My previous post showed that unbound IS running. That's what makes this so perplexing.
I am at work now, but when I return home, I am going to give your suggestion of disabling pfBlocker a shot to see what I can discover.
-
Popping back in here. I think the issue might be solved. After searching these forums, I came across a post in this thread (https://forum.netgate.com/topic/147092/curl-error-7-on-all-downloads/8) that noted curl errors in pfBlockerNG after the default WAN gateway had been changed. I have been observing the same errors when pfBlockerNG updates, and lo and behold, my default gateway had also changed from what I had originally set. I changed it back to what it should be, and instantly DNS began to resolve. However, I am not sure how/why this unintended gateway change occurred, or how to prevent it from happening again.
-
@pfguy2018 said in Strange issue - not sure how to fix:
my default gateway had also changed from what I had originally set.
Meaning what exactly.. You have more than 1 wan interface? Your using PPPoE? Your using a VPN? What do you mean your gateway changed?
-
@johnpoz said in Strange issue - not sure how to fix:
@pfguy2018 said in Strange issue - not sure how to fix:
my default gateway had also changed from what I had originally set.
Meaning what exactly.. You have more than 1 wan interface? Your using PPPoE? Your using a VPN? What do you mean your gateway changed?

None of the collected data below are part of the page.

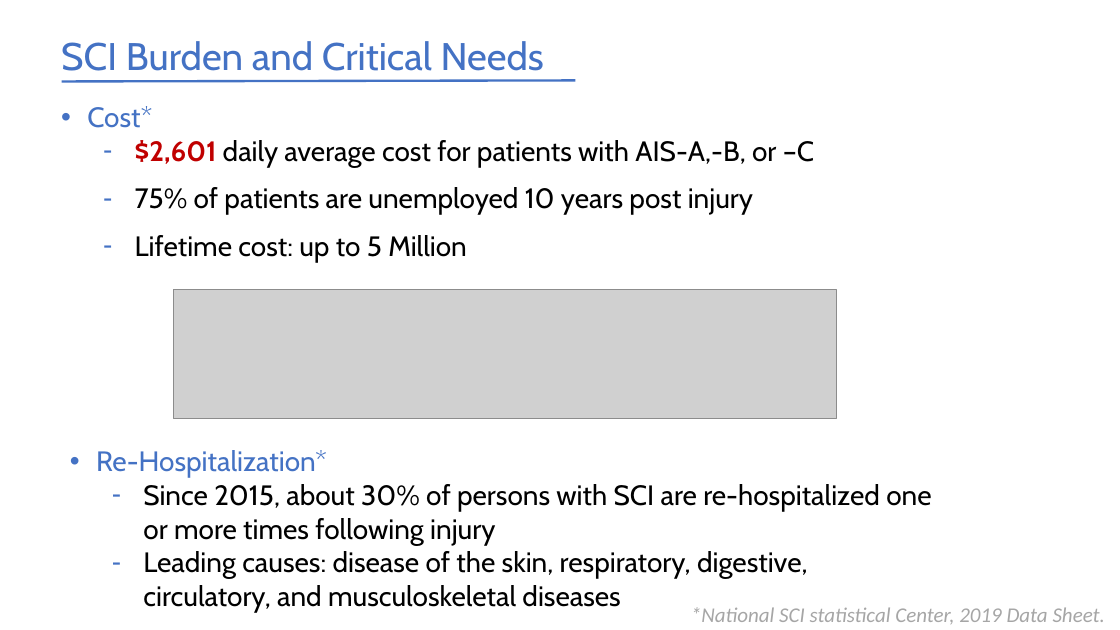
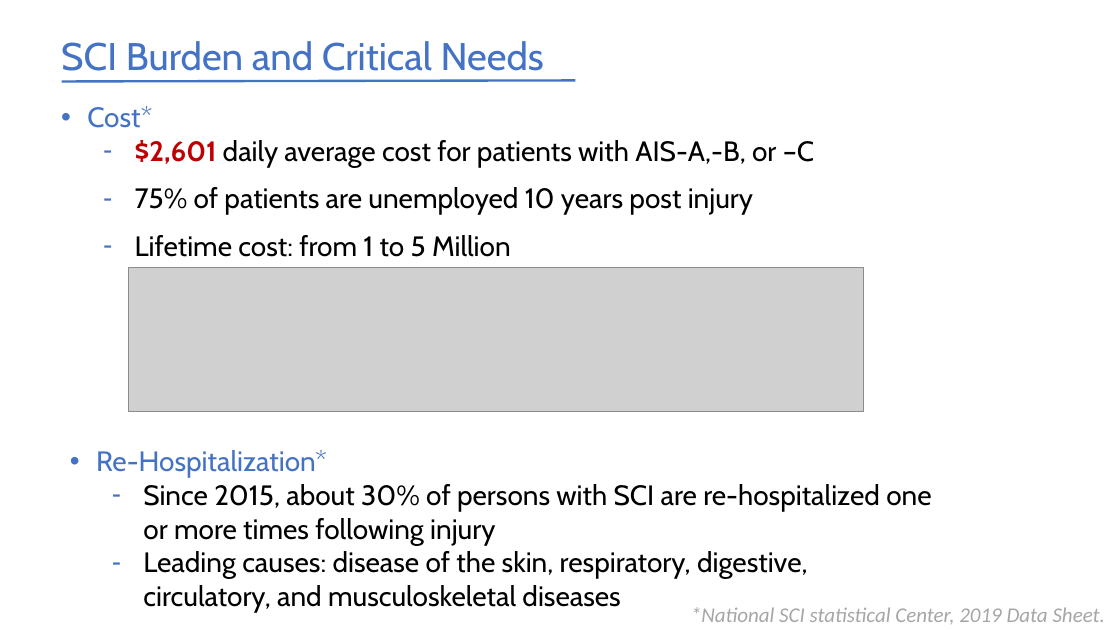
Before and after one commit to ygrepo/Cell-and-Tissue-Engineering, a slide deck: slide 3 of Module_11_StemCells/Conclusion_project/Presentation.pptx. Drawn at 1120x630 pixels with LibreOffice and Linux fonts; fonts in the diff are those of the drawing; grey boxes stand for pictures. Boxes give left, top, right and bottom in pixels: in the first picture for what was removed or moved away, otherwise in the second. Text is boxed around its words. In the diff, an @@ line names an element or a change of style, - is before the commit and + after.

```diff
--- a/Module_11_StemCells/Conclusion_project/Presentation.pptx
+++ b/Module_11_StemCells/Conclusion_project/Presentation.pptx
@@ text at [135, 235, 511, 257]: text changed @@
-  – Lifetime cost: up to 5 Million
+  – Lifetime cost: from 1 to 5 Million
@@ picture: place and size @@
-picture at [173, 289, 836, 418]
+picture at [128, 268, 864, 412]
```
Also in this commit, not shown: 2 other slides changed, 2 slides added, 20 other files.

Yes - I have several outgoing interfaces set up due to VPN use. The default has always been the WAN (non VPN) interface (for many years). At some point this got changed (without any intervention on my part), and re-setting it seems to have fixed the DNS issue. I will continue to monitor to see if this remains fixed. But I have no idea how/why the change happened in the first place, and whether it might occur again.
-
Well if you pull routes from your vpn service, its possible that becomes the default..
If your going to use a vpn service - its best to not pull routes from them, even though pretty much all their guides say to, or don't mention it (and its default)..
-
Where would I adjust that setting for VPN?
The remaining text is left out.